Action item: Write out exactly the lines from the first line of the records below through the line that contains "54, 96, 128)", and stop there.

Recorded data:
⁂
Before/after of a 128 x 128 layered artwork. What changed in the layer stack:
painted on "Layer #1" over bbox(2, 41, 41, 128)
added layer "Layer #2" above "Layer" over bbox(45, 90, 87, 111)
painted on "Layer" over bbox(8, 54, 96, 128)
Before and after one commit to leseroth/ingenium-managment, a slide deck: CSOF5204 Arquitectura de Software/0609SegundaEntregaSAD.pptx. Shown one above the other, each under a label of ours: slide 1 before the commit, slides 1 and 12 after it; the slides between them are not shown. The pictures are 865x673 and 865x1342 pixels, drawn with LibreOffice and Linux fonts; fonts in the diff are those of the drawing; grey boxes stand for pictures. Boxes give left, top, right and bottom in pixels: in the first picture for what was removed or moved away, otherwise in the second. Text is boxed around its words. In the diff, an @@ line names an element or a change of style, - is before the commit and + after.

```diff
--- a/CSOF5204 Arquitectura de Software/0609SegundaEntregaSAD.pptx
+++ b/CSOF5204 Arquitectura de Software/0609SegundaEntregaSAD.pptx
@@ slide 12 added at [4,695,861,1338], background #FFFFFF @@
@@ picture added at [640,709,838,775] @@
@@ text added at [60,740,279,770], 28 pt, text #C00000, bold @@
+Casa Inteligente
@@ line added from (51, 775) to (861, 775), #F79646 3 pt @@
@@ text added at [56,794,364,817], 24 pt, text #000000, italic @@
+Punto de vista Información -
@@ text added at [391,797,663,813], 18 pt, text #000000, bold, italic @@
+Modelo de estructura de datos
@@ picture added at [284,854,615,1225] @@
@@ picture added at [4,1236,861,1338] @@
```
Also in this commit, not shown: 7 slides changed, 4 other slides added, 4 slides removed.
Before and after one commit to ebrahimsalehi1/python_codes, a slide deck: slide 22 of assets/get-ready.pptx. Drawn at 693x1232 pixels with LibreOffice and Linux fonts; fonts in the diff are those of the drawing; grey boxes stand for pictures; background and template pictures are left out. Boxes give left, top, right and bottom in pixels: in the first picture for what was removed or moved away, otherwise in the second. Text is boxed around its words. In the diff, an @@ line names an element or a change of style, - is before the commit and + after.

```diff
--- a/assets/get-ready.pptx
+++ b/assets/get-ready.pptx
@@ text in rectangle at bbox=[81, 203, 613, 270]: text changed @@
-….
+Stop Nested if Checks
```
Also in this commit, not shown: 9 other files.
⁂
Response to this task:
Before/after of a 128 x 128 layered artwork. What changed in the layer stack:
painted on "Layer #1" over bbox(2, 41, 41, 128)
added layer "Layer #2" above "Layer" over bbox(45, 90, 87, 111)
painted on "Layer" over bbox(8, 54, 96, 128)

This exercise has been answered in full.